Agentic AI
Claude 3.7 Sonnet's Extended Thinking Mode Has Changed What AI Agents Can Do
In February 2025, Anthropic released Claude 3.7 Sonnet with Extended Thinking — a mode where the model reasons through complex problems step-by-step before responding. It scored 70.3% on SWE-bench Verified. Here's what this breakthrough means for AI agents and your business.

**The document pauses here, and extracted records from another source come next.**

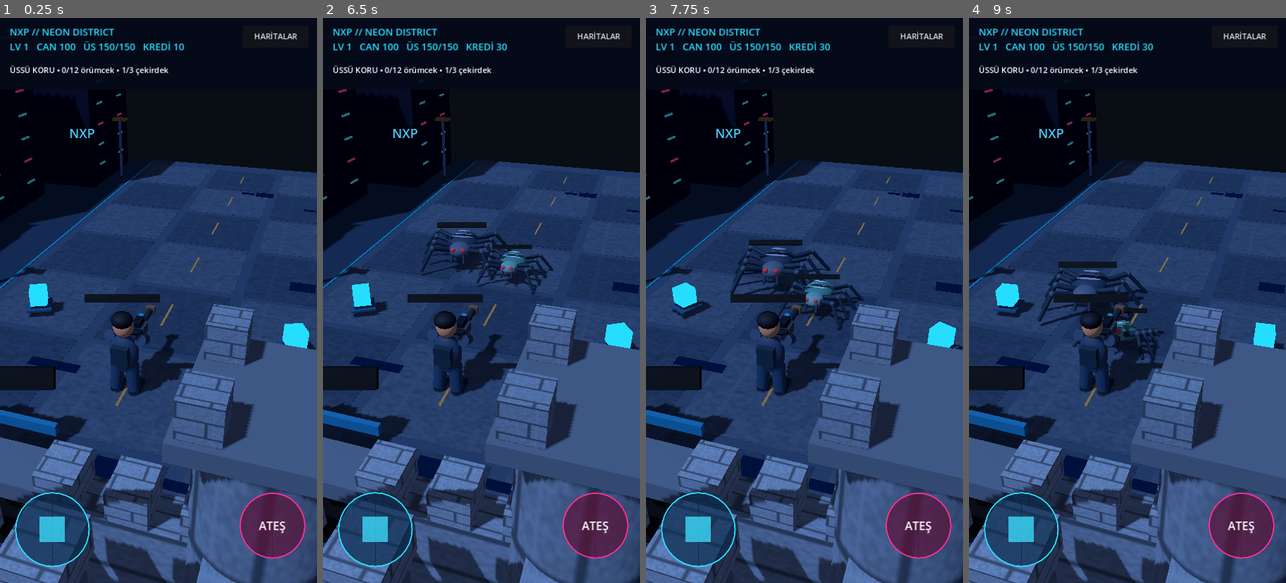
Above: before the commit, frames 1-4 (left to right).
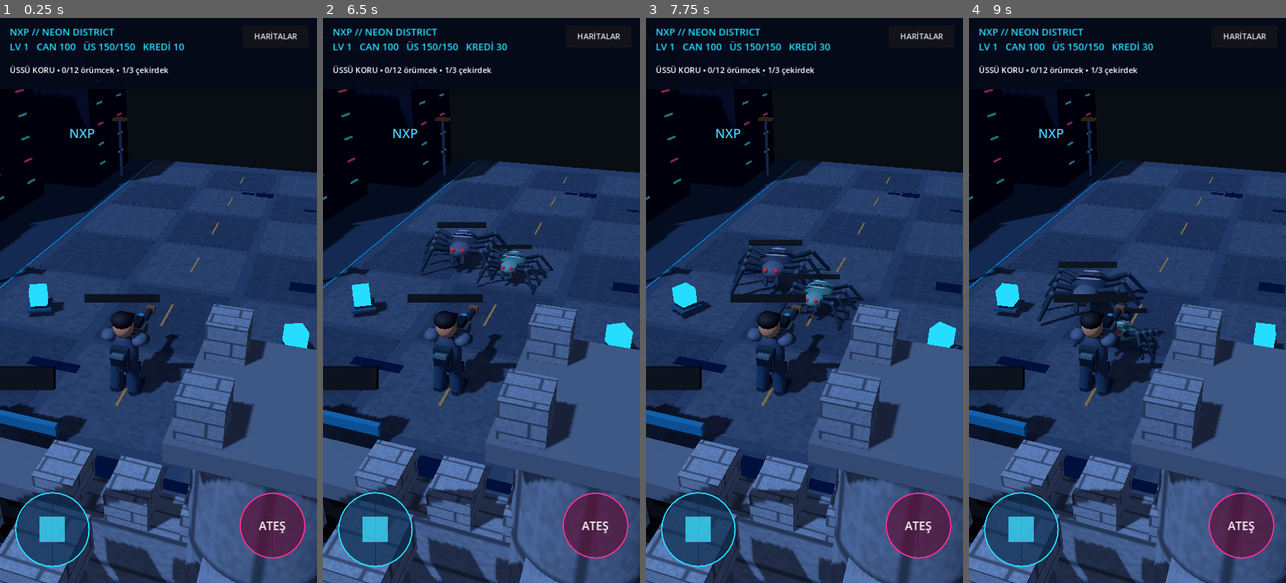
Above: after the commit, the same moments.

Repository: NXP-Network/NXP-Network
Game: Godot game, scene res://main.tscn
Two runs of this game, one before a commit and one after it. Both use one fixed random seed, a clock stepped at 60 frames per second and the inputs below.
Inputs (mouse positions are in pixels of both pictures, inside the frame that each line leads up to):
- Up to frame 1 (0.25 s): no input
- Up to frame 2 (6.5 s): click "HARİTALAR" at 0.5 s; click "1. NEON DISTRICT" at 1.25 s; click "HARİTALAR" at 2 s; click "OYUNA DÖN" at 2.75 s; click "HARİTALAR" at 3.5 s; click "1. NEON DISTRICT" at 4.25 s; move the mouse to (551, 272) at 5.02 s; click (551, 272) at 5.17 s; drag from (418, 328) to (465, 413) at 5.77 s
- Up to frame 3 (7.75 s): move the mouse to (836, 176) at 6.52 s; click (836, 176) at 6.67 s; drag from (788, 413) to (709, 215) at 7.27 s
- Up to frame 4 (9 s): move the mouse to (1222, 385) at 8.02 s; click (1222, 385) at 8.17 s; drag from (1032, 215) to (1079, 159) at 8.77 s

The runs differ from the first frame. In frame 1, 0.3% of the frame differs, in the area x 32-58%, y 51-67%; in frame 2, 0.3%, in the area x 32-61%, y 42-67%; in frame 3, 0.3%; in frame 4, 0.3%.

Commit message:
Add visual detail to soldier castle and spiders

Diff:
--- a/godot/main.gd
+++ b/godot/main.gd
@@ -281,6 +281,13 @@
 	stone_block(base_node, Vector3(0.75, 3.0, 4.4), Vector3(-3.75, 1.5, 0.05), wall)
 	stone_block(base_node, Vector3(0.75, 3.0, 4.4), Vector3(3.75, 1.5, 0.05), wall)
 	block(base_node, Vector3(1.72, 2.15, 0.13), Vector3(0, 1.08, -2.58), Color(0.12, 0.1, 0.09))
+	# Gate frame, wooden door planks and visible iron bands.
+	for gate_side in [-1, 1]:
+		stone_block(base_node, Vector3(0.28, 2.4, 0.32), Vector3(gate_side * 1.04, 1.2, -2.65), wall.lightened(0.08))
+	for plank in range(6):
+		block(base_node, Vector3(0.24, 1.88, 0.08), Vector3(-0.65 + plank * 0.26, 1.03, -2.69), Color(0.2 + plank % 2 * 0.025, 0.14, 0.11))
+	for band_y in [0.55, 1.7]:
+		block(base_node, Vector3(1.75, 0.09, 0.07), Vector3(0, band_y, -2.74), Color(0.1, 0.12, 0.14))
 	block(base_node, Vector3(1.88, 0.34, 0.8), Vector3(0, 2.75, -2.15), trim)
 	for k in range(-2, 3):
 		block(base_node, Vector3(0.16, 2.0, 0.12), Vector3(k * 0.3, 1.04, -2.66), Color(0.23, 0.19, 0.16))
@@ -324,11 +331,15 @@
 	oval(player, Vector3(0.39, 0.56, 0.27), Vector3(0, 1.25, 0), suit)
 	oval(player, Vector3(0.27, 0.32, 0.26), Vector3(0, 2.08, 0), skin)
 	oval(player, Vector3(0.28, 0.2, 0.27), Vector3(0, 2.29, 0.08), Color(0.11, 0.1, 0.11))
+	block(player, Vector3(0.43, 0.11, 0.18), Vector3(0, 2.25, -0.2), Color(0.1, 0.13, 0.16))
+	block(player, Vector3(0.3, 0.1, 0.13), Vector3(0, 2.11, -0.28), Color(0.24, 0.36, 0.39))
 	for eye_side in [-1, 1]:
 		oval(player, Vector3(0.042, 0.034, 0.02), Vector3(eye_side * 0.12, 2.1, -0.256), Color(0.12, 0.1, 0.09))
 	for side_value in [-1, 1]:
 		var side := float(side_value)
+		oval(player, Vector3(0.19, 0.15, 0.24), Vector3(side * 0.41, 1.72, -0.03), suit.lightened(0.12))
 		limb(player, Vector3(side * 0.2, 0.91, 0), Vector3(side * 0.25, 0.16, 0.05), 0.17, Color(0.16, 0.23, 0.3))
+		block(player, Vector3(0.25, 0.3, 0.2), Vector3(side * 0.24, 0.73, -0.13), Color(0.1, 0.13, 0.17))
 		block(player, Vector3(0.3, 0.17, 0.52), Vector3(side * 0.26, 0.09, -0.16), Color(0.11, 0.15, 0.2))
 		limb(player, Vector3(side * 0.42, 1.68, -0.05), Vector3(side * 0.33, 1.27, -0.72), 0.135, suit)
 		oval(player, Vector3(0.12, 0.12, 0.12), Vector3(side * 0.31, 1.28, -0.74), Color(0.08, 0.1, 0.12))
@@ -342,6 +353,8 @@
 	block(player, Vector3(0.14, 0.1, 0.12), Vector3(0, 1.55, -1.37), Color(0.16, 0.48, 0.57))
 	block(player, Vector3(0.56, 0.4, 0.11), Vector3(0, 1.4, -0.28), suit.lightened(0.22))
 	block(player, Vector3(0.45, 0.52, 0.18), Vector3(0, 1.35, 0.31), Color(0.13, 0.18, 0.21))
+	block(player, Vector3(0.38, 0.26, 0.15), Vector3(0, 1.29, 0.43), Color(0.09, 0.12, 0.15))
+	block(player, Vector3(0.32, 0.09, 0.18), Vector3(0, 1.46, 0.45), Color(0.27, 0.35, 0.36))
 	block(player, Vector3(0.42, 0.12, 0.38), Vector3(0, 0.83, 0), Color(0.14, 0.19, 0.24))
 	player_bar = health_bar(player, 2.86, 1.7, Color(0.35, 0.9, 0.48))
 
@@ -379,7 +392,10 @@
 		shell = Color(0.35, 0.33, 0.42)
 	var legs := Color(0.25, 0.15, 0.19) if boss else Color(0.13, 0.17, 0.21)
 	oval(root, Vector3(0.65, 0.37, 0.72), Vector3(0, 0.78, 0.42), shell)
+	oval(root, Vector3(0.58, 0.21, 0.65), Vector3(0, 0.64, 0.45), shell.darkened(0.35))
 	oval(root, Vector3(0.42, 0.29, 0.43), Vector3(0, 0.76, -0.49), shell.lightened(0.15))
+	for fang_side in [-1, 1]:
+		limb(root, Vector3(fang_side * 0.19, 0.64, -0.75), Vector3(fang_side * 0.16, 0.37, -1.03), 0.06, legs)
 	for stripe in range(3):
 		oval(root, Vector3(0.44 - stripe * 0.08, 0.04, 0.06), Vector3(0, 1.11 + stripe * 0.025, 0.05 + stripe * 0.27), shell.lightened(0.35))
 	if kind == "armored":

· 8 min read · By BraivIQ Editorial
In February 2025, Anthropic released Claude 3.7 Sonnet with a feature it called Extended Thinking. The idea sounds simple: before responding to a complex question or task, the model thinks through it step-by-step — like a person working through a problem on paper before writing the answer. In practice, the results were remarkable. Claude 3.7 Sonnet with Extended Thinking scored 70.3% on SWE-bench Verified — a benchmark measuring the ability to solve real software engineering problems — compared to roughly 50% for previous frontier models.
For business applications, the significance is not primarily the benchmark. It's what the benchmark represents: an AI model that can handle genuinely complex, multi-step reasoning tasks that previously required human judgment at every step. This directly expands the range of business processes that AI agents can manage autonomously.
70.3% — SWE-bench Verified score for Claude 3.7 Sonnet + Extended Thinking · 40% — more complex tasks handled autonomously vs previous Claude versions · 3× — improvement in multi-step reasoning accuracy with Extended Thinking enabled · $3 — per million output tokens — comparable cost to GPT-4o
What Extended Thinking Actually Changes
Standard AI models process a query and immediately generate a response. Extended Thinking adds a reasoning phase: the model works through the problem — considering different approaches, identifying potential errors, checking its own logic — before producing a final answer. This internal reasoning is shown to the user as a 'thinking' trace, allowing you to see exactly how the model reached its conclusion.
The practical impact: tasks where standard AI models fail because they require holding multiple considerations in balance simultaneously — complex code debugging, multi-constraint planning, nuanced document analysis — become reliable with Extended Thinking enabled. The failure mode of AI models 'confidently wrong' on complex tasks is significantly reduced.
Business Applications Where Extended Thinking Changes the Outcome
- Complex contract analysis: Standard AI models miss nuanced clause interactions in complex contracts. Extended Thinking tracks multiple provisions simultaneously and identifies conflicts accurately.
- Multi-constraint scheduling and planning: Project planning with dozens of dependencies, resource constraints, and priorities was previously too complex for reliable AI handling. Extended Thinking manages this well.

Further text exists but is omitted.